The danger shows up when the recording quality plummets and some distortions and glitches happen, like the transfers were not on point. I was the most amazed by this because they only happened in those early symphonies, and there was no trace of it in the rest. Are these Commercial LP transfers instead of the Original Master tapes? Sometimes, I hear stage noises and Ansermet tutting too. To sum up, not the best sound you can find in this challenge or the best cycles

It has a really high level in the challenge and it's surely the one with the best average behind Szell and Bernstein NY. My favourite performances are two rough and electric recordings of No.6 and No.9 (more passion from the singers than later in HS-I).

[HR][/HR]
*Direkt till Finale:* Ansermet OSR, H.S-I WPO, Monteux Decca
*Andra Chansen?:* Böhm WPO, & Klemperer PO

I'm very sorry for the complicated composition of my written English. There are many times that I'm more inspired in my keyboard. But this time the challenge was so tight that until the last symphony I didn't know who could win and I had no narrative from worse to best. These sets deserve a round of applause.


----------



## Merl

I'm definitely not with you on this one, Granate, however ill agree on one thing - that the Ansermet set is the best here (just). The drive of that cycle is compelling and its as exciting as hell with a cracking sound, too. I'm surprised the Kletzki set didn't win you over. I love it. Its paced on the slower side but the Czech PO are absolutely brilliant and the inner detail is lovingly captured in warm analogue sound and it's way better than Bernstein's dull VPO set in every way. Most symphonies are very good but #4 and #3 are particularly impressive. Also I thought that you might rate the Haitink LSO cycle. Haitink does a great job with most symphonies and the disc with #4 and #8 is a cracker. Schmidt-Isserstedt is not the most exciting set. It certainly doesn't surpass Klemperer's remastered cycle on Pristine, for me. I don't think Klemperer sounds tinny, btw. They've just cleaned it up and given the top end a boost (which it needed). Klemperer may be slow but his rock-solid approach has plenty of momentum, except for a sadly misfiring and joyless 7th. One other place I'll agree with you is on Thielemann's set. It was widely lauded by many critics but I think its very average and very traditionally paced and yes... The sound is very bass heavy and boggy.


----------



## Granate

Fair enough Merl. I thought almost all the cycles had a particular quality. Together with the Vienna cycles, the Kletzki cycle wasn't shining. But with more luck it would have been reviewed in Table 3 and would probably have a very positive review. It's never dull.

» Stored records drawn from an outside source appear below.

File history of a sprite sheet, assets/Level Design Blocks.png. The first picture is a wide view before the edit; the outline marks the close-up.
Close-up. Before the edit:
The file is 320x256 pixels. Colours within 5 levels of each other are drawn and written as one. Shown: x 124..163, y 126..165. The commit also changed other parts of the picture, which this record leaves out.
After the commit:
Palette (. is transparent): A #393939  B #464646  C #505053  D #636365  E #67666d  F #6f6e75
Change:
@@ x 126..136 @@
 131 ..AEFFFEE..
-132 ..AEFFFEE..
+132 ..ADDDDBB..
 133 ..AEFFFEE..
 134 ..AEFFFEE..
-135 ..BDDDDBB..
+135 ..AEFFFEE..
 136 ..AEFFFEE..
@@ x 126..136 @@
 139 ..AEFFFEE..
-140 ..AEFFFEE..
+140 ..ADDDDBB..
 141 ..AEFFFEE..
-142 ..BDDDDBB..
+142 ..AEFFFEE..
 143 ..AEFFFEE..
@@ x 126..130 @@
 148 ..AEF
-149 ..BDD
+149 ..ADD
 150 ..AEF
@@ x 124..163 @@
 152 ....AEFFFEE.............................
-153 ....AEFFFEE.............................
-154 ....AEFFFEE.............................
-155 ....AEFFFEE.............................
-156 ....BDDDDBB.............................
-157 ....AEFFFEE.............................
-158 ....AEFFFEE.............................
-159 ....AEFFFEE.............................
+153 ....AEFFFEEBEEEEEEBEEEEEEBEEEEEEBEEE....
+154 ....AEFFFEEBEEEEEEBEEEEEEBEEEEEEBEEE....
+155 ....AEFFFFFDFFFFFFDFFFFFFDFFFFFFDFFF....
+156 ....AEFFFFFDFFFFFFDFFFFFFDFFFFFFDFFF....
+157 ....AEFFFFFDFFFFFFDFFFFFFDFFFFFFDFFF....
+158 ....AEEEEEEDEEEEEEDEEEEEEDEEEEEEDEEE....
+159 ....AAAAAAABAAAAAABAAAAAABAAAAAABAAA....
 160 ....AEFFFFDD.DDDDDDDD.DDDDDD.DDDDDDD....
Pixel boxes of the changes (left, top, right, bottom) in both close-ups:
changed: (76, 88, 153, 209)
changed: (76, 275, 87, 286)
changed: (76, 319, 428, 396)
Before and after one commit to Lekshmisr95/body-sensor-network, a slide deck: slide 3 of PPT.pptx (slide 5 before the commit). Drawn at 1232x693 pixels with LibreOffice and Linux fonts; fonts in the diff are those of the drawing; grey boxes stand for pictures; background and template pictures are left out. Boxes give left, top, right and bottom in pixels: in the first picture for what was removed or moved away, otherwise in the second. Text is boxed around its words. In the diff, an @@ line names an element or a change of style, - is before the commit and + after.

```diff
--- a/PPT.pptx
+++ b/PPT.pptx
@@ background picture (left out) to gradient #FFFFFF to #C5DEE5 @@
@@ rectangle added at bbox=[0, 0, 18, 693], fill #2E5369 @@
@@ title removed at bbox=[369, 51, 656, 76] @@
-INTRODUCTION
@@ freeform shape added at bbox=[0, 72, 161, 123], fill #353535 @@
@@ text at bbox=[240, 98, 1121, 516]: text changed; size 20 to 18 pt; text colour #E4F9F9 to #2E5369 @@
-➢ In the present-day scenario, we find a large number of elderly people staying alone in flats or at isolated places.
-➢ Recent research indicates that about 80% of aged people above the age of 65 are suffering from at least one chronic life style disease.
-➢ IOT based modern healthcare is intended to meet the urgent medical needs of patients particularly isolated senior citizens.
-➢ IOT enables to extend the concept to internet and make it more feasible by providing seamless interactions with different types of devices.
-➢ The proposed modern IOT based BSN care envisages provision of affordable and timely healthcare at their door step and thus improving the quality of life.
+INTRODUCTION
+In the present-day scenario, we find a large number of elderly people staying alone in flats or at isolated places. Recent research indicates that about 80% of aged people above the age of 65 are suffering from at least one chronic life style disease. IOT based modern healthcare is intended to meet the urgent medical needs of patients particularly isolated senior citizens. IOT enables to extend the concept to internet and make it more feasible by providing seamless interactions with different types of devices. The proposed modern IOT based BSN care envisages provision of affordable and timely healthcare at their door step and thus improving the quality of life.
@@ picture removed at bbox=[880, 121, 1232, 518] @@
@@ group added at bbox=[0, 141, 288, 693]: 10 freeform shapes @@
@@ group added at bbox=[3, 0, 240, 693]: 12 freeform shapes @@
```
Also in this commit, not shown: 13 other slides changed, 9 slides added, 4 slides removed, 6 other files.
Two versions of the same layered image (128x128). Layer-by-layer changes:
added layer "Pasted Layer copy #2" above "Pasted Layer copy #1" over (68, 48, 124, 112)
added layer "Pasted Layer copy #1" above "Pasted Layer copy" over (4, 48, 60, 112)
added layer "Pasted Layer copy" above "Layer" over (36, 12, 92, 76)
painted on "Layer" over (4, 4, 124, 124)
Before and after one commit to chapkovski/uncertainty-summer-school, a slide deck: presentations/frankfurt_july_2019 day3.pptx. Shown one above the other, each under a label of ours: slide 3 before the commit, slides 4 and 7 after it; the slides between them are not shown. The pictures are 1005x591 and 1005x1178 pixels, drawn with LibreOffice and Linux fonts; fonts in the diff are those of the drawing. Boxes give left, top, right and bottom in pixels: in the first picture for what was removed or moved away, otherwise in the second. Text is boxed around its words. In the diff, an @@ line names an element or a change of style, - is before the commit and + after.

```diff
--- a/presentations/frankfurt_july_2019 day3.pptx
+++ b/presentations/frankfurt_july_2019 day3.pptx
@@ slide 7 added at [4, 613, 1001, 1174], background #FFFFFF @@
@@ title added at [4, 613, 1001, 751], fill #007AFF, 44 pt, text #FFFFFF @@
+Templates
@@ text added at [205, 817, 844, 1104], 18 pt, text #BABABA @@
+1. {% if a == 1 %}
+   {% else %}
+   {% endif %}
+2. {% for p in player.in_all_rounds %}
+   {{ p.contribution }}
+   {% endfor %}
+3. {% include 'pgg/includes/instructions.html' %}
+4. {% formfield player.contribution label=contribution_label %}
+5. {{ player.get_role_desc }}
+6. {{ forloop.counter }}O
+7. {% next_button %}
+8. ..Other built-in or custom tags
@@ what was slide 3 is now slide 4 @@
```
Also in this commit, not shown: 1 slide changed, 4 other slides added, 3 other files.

This afternoon I thought I would really like to have on CD the complete Ansermet Beethoven Set. The thing is that it's available on CD through Australian Eloquence, but for the last 5 months the prices have been quite high for the three double-cds. CamelCamelCamel shows almost half-priced items one or two years ago.

If I spent the money to have them, I'll use one of the special jewel cases I have on my shelf: the Barenboim TUI. That one by Teldec was odd enough to have 6 cd places. I would only need to buy another 4CD jewel case, switch the cases and use the 6CD case with the Ansermet CDs and these Covers I designed just now.

These covers are only low-res, hey.


----------



## realdealblues

So many things I want to remark on but I haven't the time right now...maybe later...

I'll only make one remark at the moment and that is that Bohm's digital remake of Beethoven's 9th from the 80's is no where near the level of the recording from his Vienna cycle. That one is soooooooo uninspired and dull with singing that isn't even close to the absolute perfection of his studio 9th. The rush at the final coda is the greatest one on record since Furtwangler! Bohm's studio 9th along with Fricsay and Wand's are to me the three greatest stereo recordings of Beethoven's 9th put on record! I cannot rate Bohm's 9th high enough and in my opinion has never been bettered, only equaled by a select few. The Vienna Philharmonics playing is incredible and anyone who truly wants to hear one of the top 9ths ever recorded needs to hear this recording!


----------



## Merl

Granate said:


> Fair enough Merl. I thought almost all the cycles had a particular quality. Together with the Vienna cycles, the Kletzki cycle wasn't shining. But with more luck it would have been reviewed in Table 3 and would probably have a very positive review. It's never dull.


Those covers look great, Granate. I love your newly realised album covers. Great job.


----------



## classfolkphile

realdealblues said:


> So many things I want to remark on but I haven't the time right now...maybe later...
> 
> I'll only make one remark at the moment and that is that Bohm's digital remake of Beethoven's 9th from the 80's is no where near the level of the recording from his Vienna cycle. That one is soooooooo uninspired and dull with singing that isn't even close to the absolute perfection of his studio 9th.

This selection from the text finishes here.